Saved data entries:
____

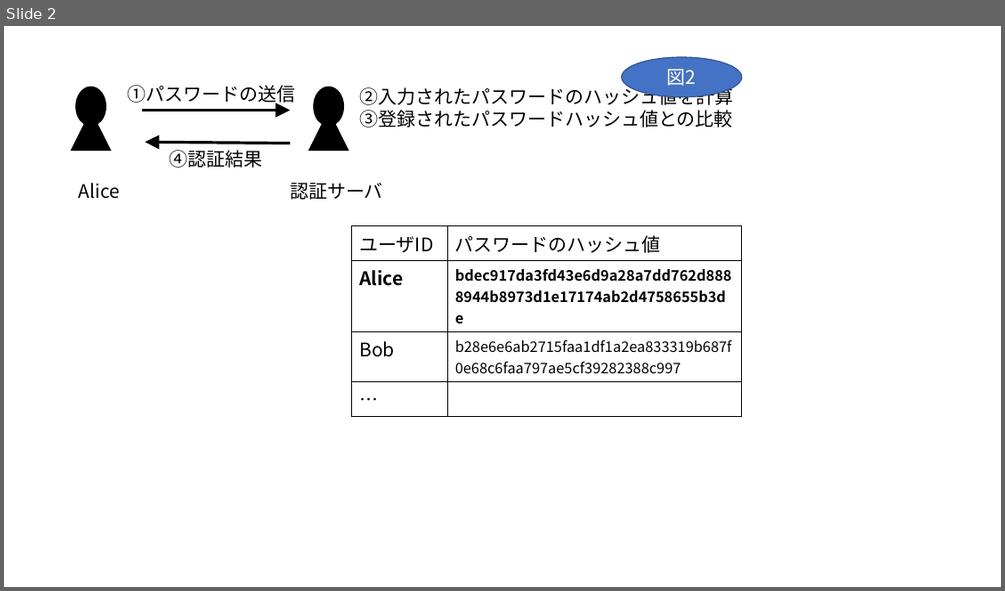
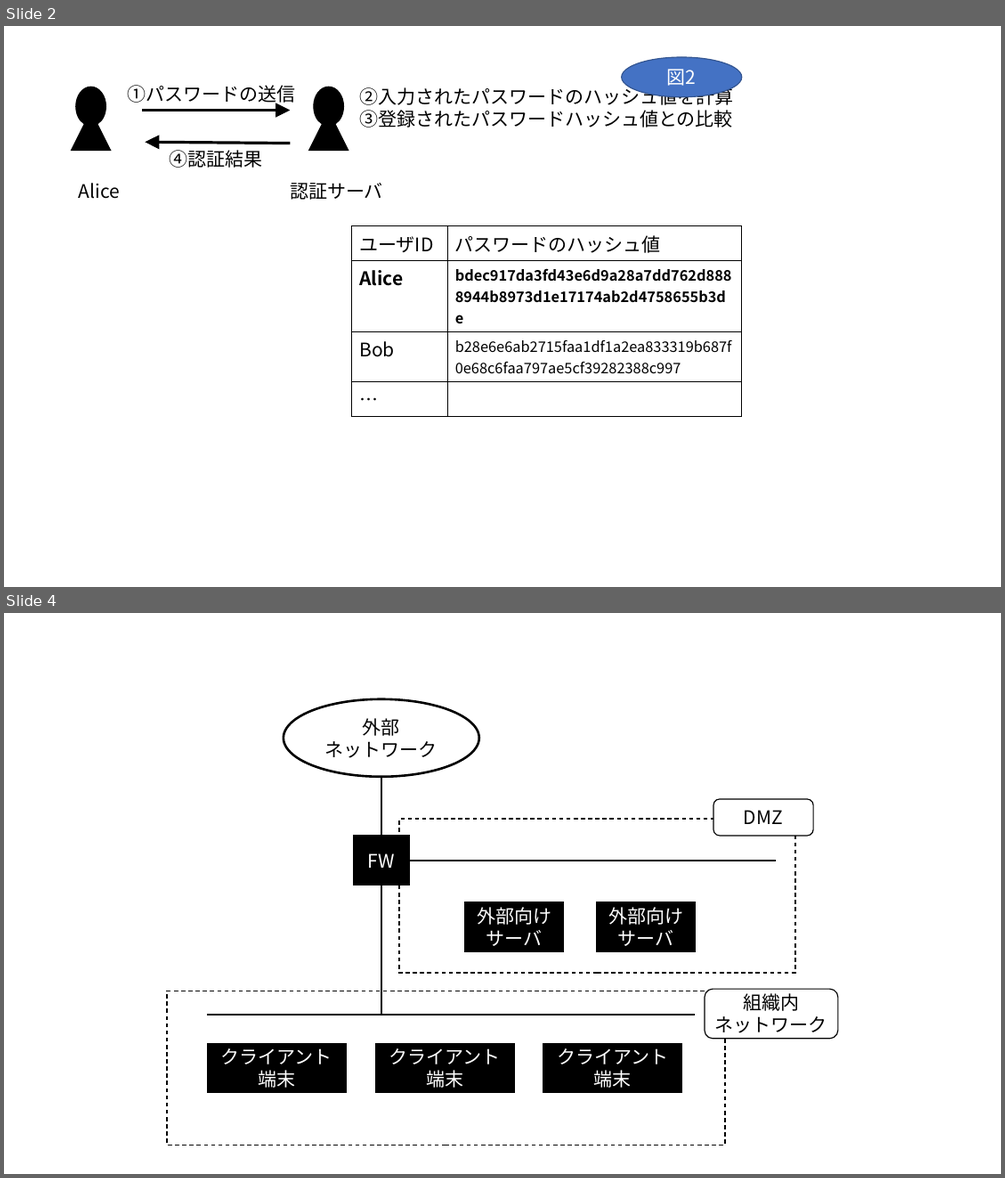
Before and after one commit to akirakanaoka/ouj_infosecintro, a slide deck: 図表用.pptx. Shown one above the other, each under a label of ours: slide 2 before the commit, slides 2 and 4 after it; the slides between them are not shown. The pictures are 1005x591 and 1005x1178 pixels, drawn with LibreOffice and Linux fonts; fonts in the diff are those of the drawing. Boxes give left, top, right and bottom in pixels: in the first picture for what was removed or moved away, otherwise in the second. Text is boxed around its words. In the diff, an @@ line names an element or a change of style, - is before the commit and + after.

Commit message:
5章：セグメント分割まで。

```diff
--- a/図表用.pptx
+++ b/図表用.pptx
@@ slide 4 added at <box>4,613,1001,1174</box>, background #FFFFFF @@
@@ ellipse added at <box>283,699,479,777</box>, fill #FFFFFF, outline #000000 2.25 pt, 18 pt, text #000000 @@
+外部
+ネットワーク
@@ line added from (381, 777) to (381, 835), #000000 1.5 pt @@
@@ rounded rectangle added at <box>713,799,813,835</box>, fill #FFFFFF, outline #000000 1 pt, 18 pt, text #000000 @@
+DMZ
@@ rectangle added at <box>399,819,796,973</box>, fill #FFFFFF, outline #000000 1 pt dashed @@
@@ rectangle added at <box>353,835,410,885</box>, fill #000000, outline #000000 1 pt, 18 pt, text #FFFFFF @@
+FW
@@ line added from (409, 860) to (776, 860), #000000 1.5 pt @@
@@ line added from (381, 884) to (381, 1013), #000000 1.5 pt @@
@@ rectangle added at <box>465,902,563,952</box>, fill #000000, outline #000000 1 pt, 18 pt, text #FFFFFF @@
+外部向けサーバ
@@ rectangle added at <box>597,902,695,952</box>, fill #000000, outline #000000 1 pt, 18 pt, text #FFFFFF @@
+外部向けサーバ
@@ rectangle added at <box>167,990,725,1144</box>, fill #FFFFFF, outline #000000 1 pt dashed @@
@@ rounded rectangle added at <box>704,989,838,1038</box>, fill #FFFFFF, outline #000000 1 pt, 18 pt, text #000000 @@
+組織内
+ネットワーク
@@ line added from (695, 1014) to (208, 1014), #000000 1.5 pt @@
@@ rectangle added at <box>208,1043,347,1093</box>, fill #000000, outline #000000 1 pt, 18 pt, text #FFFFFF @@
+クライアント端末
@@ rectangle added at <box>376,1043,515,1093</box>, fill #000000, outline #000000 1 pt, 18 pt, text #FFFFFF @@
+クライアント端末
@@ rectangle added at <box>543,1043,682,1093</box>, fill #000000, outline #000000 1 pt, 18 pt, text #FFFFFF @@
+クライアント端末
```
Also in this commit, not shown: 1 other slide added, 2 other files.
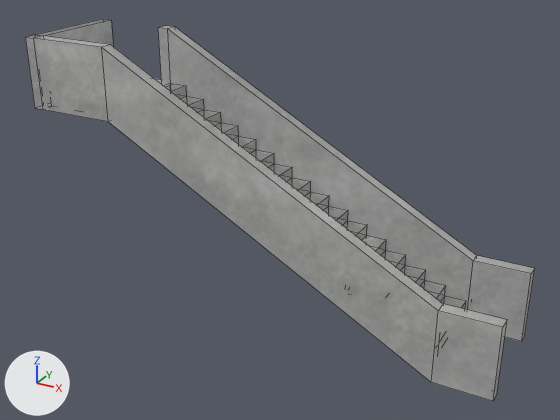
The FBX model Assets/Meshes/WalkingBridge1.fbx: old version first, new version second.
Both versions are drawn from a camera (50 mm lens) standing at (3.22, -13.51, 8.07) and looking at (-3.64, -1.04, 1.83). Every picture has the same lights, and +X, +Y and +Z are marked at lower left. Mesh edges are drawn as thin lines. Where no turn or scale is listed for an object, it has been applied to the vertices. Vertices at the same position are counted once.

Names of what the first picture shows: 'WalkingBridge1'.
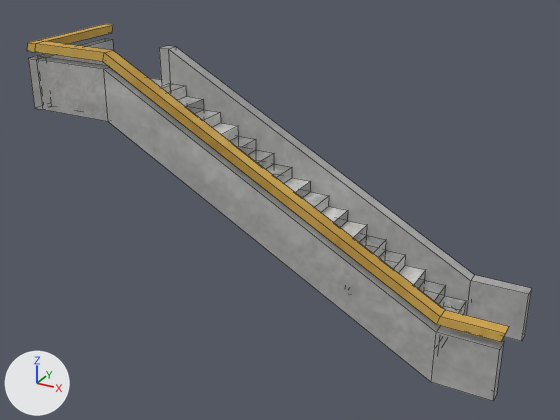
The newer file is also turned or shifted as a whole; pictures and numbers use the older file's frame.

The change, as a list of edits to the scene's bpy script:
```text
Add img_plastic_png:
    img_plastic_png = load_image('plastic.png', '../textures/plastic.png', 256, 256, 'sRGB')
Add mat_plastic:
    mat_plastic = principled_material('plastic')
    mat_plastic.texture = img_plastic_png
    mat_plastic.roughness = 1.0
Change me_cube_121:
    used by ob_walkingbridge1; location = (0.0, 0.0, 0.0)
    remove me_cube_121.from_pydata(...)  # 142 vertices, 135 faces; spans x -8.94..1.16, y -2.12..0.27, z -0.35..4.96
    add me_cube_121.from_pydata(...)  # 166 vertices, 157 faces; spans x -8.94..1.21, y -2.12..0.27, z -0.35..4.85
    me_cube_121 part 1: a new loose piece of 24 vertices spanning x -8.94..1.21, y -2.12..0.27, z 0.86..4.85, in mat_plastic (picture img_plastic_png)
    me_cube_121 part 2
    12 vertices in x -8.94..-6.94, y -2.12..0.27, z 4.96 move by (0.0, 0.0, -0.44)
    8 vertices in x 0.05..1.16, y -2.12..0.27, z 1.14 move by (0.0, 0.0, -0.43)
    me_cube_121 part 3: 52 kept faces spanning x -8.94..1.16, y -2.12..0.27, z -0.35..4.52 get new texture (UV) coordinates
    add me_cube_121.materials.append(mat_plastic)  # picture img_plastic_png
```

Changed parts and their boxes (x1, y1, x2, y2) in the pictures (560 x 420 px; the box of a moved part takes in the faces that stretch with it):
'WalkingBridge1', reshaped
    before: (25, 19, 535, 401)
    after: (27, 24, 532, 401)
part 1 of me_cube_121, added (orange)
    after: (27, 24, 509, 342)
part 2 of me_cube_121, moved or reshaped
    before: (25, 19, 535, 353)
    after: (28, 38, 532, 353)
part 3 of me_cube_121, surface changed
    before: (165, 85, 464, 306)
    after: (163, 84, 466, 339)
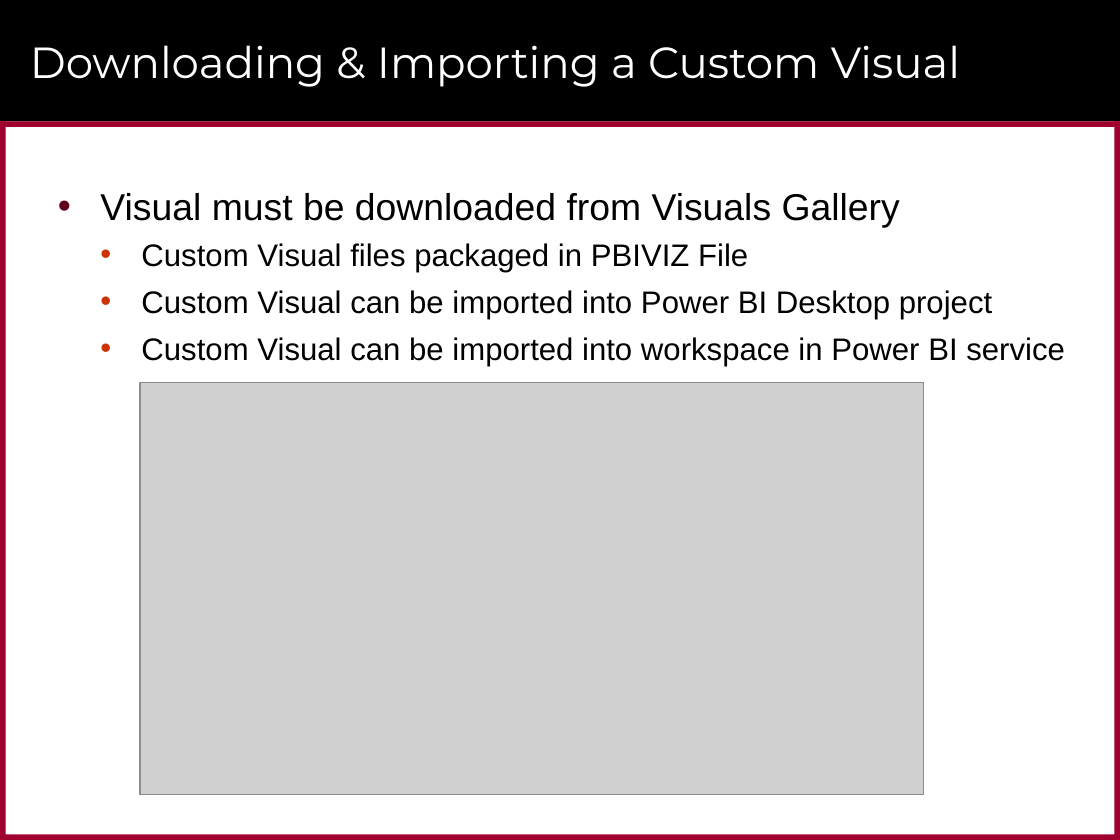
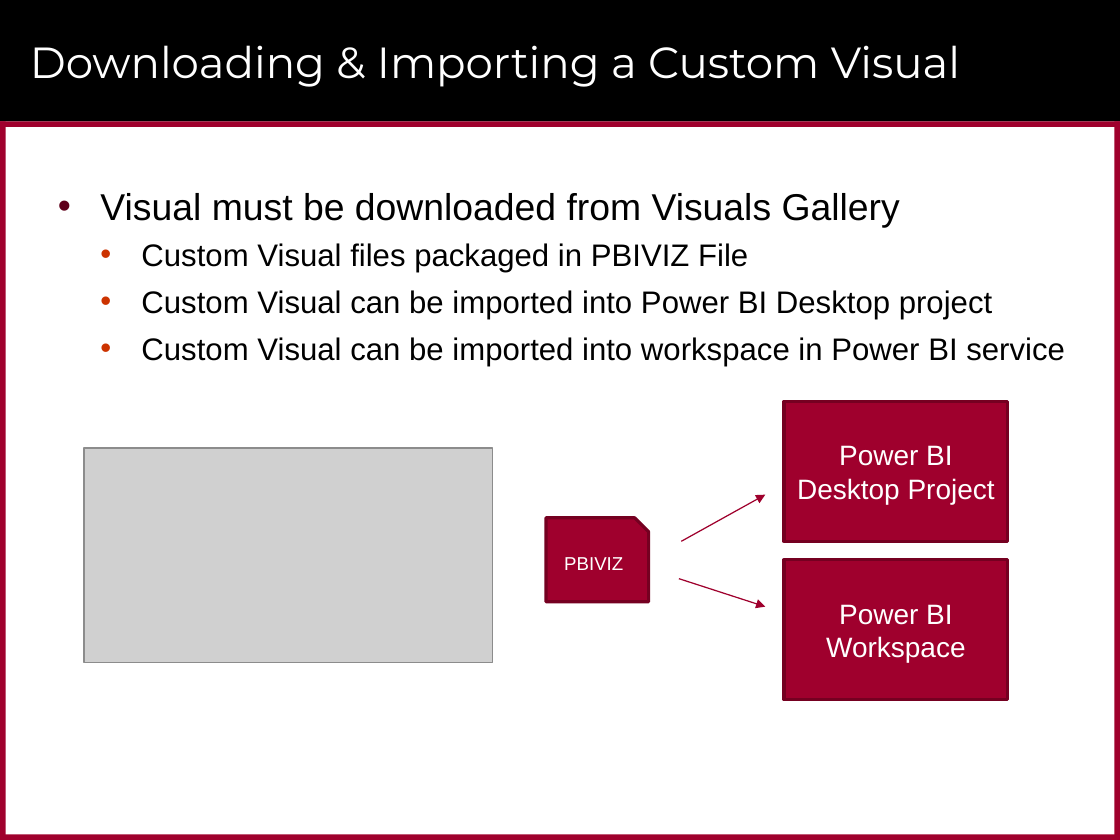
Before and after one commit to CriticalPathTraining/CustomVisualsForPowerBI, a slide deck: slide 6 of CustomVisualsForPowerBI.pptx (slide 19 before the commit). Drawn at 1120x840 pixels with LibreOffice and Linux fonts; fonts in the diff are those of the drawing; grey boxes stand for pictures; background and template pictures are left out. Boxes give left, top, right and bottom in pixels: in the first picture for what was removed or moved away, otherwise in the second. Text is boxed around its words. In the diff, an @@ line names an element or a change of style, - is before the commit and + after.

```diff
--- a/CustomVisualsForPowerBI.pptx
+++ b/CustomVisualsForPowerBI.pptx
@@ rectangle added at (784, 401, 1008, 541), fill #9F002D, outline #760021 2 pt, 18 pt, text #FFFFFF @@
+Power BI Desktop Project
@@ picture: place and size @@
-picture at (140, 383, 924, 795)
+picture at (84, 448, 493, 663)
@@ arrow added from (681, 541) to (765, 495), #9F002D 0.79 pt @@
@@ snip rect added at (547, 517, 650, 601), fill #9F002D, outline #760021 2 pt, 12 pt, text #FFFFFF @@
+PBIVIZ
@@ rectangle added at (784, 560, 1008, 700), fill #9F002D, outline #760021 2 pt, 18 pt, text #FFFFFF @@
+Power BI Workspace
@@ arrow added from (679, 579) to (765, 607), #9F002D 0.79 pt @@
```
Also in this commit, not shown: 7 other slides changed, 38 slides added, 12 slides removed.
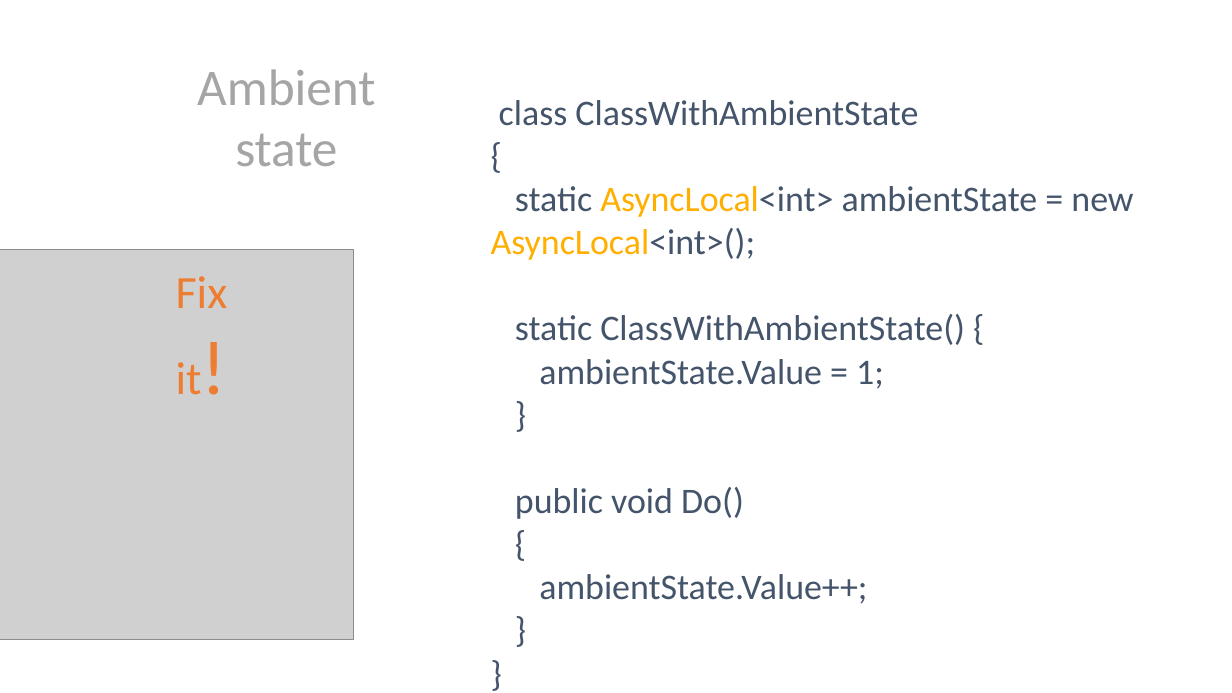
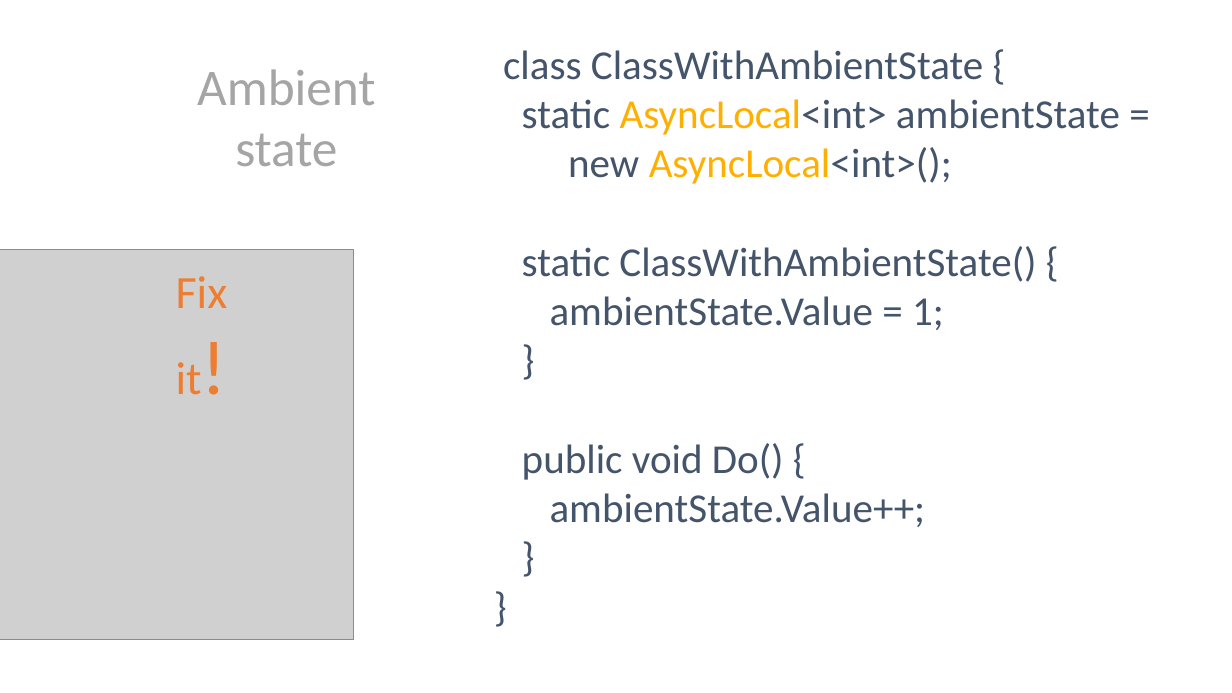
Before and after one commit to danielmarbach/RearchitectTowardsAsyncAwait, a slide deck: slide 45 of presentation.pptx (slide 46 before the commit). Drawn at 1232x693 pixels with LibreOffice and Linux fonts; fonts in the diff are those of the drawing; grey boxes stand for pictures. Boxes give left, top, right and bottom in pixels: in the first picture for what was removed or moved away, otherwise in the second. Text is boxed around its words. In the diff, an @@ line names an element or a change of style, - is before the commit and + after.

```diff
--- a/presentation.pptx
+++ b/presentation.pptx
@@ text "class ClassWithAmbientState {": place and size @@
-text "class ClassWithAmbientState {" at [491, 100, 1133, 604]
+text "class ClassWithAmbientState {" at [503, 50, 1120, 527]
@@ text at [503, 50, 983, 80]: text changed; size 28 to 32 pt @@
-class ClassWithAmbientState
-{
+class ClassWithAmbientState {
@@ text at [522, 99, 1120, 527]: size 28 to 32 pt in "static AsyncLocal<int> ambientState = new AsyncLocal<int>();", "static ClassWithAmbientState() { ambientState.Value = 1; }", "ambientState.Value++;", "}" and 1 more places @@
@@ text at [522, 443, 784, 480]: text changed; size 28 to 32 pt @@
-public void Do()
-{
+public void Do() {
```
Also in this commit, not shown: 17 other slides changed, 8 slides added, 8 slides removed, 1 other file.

____

Copy all lines from the data above that contain the word "ClassWithAmbientState".

@@ text "class ClassWithAmbientState {": place and size @@
-text "class ClassWithAmbientState {" at [491, 100, 1133, 604]
+text "class ClassWithAmbientState {" at [503, 50, 1120, 527]
-class ClassWithAmbientState
+class ClassWithAmbientState {
@@ text at [522, 99, 1120, 527]: size 28 to 32 pt in "static AsyncLocal<int> ambientState = new AsyncLocal<int>();", "static ClassWithAmbientState() { ambientState.Value = 1; }", "ambientState.Value++;", "}" and 1 more places @@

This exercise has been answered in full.